RECORDED INFORMATION:

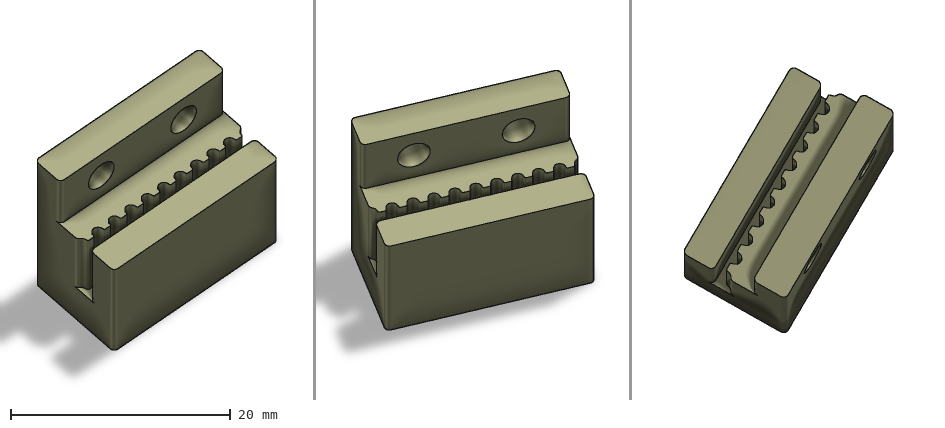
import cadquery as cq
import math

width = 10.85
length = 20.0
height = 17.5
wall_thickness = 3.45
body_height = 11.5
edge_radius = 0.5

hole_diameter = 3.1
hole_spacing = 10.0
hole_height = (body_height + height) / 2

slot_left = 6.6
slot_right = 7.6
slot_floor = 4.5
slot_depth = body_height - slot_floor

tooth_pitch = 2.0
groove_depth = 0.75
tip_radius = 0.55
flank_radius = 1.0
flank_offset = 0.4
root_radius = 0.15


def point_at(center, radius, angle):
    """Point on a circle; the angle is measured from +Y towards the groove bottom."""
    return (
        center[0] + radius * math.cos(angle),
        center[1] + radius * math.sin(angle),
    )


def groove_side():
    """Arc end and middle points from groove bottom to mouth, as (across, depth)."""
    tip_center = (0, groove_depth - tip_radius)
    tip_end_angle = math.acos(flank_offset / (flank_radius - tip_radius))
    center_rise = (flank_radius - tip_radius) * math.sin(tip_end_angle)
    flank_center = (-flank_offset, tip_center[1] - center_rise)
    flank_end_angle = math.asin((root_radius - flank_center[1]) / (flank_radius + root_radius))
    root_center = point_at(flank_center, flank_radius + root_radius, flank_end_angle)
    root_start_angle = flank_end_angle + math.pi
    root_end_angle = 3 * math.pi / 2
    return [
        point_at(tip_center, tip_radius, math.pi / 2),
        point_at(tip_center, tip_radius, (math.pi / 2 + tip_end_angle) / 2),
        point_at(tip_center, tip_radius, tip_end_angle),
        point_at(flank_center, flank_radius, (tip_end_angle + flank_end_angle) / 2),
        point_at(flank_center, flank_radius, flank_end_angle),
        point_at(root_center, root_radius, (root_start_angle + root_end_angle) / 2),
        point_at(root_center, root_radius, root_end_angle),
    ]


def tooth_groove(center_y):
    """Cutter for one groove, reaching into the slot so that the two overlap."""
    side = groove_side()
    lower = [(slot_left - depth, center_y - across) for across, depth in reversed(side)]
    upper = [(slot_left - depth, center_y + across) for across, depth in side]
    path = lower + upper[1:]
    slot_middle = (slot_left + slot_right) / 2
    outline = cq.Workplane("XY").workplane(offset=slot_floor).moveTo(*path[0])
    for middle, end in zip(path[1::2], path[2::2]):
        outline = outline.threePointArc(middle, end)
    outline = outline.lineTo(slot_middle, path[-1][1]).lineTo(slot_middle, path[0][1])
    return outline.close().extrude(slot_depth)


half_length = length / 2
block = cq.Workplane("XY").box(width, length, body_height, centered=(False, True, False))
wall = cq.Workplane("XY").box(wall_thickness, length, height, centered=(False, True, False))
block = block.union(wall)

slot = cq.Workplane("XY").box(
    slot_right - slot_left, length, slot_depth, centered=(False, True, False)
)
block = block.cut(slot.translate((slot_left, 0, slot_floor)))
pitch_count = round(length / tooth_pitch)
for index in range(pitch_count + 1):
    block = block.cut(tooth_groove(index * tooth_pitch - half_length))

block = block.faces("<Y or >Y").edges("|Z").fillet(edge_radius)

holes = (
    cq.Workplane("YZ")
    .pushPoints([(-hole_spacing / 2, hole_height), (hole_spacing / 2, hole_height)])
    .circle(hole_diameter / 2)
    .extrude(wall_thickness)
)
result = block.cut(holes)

TASK TO COMPLETE:
Lines above containing "math": how many? Reply with the number only.

TASK SOLUTION:
10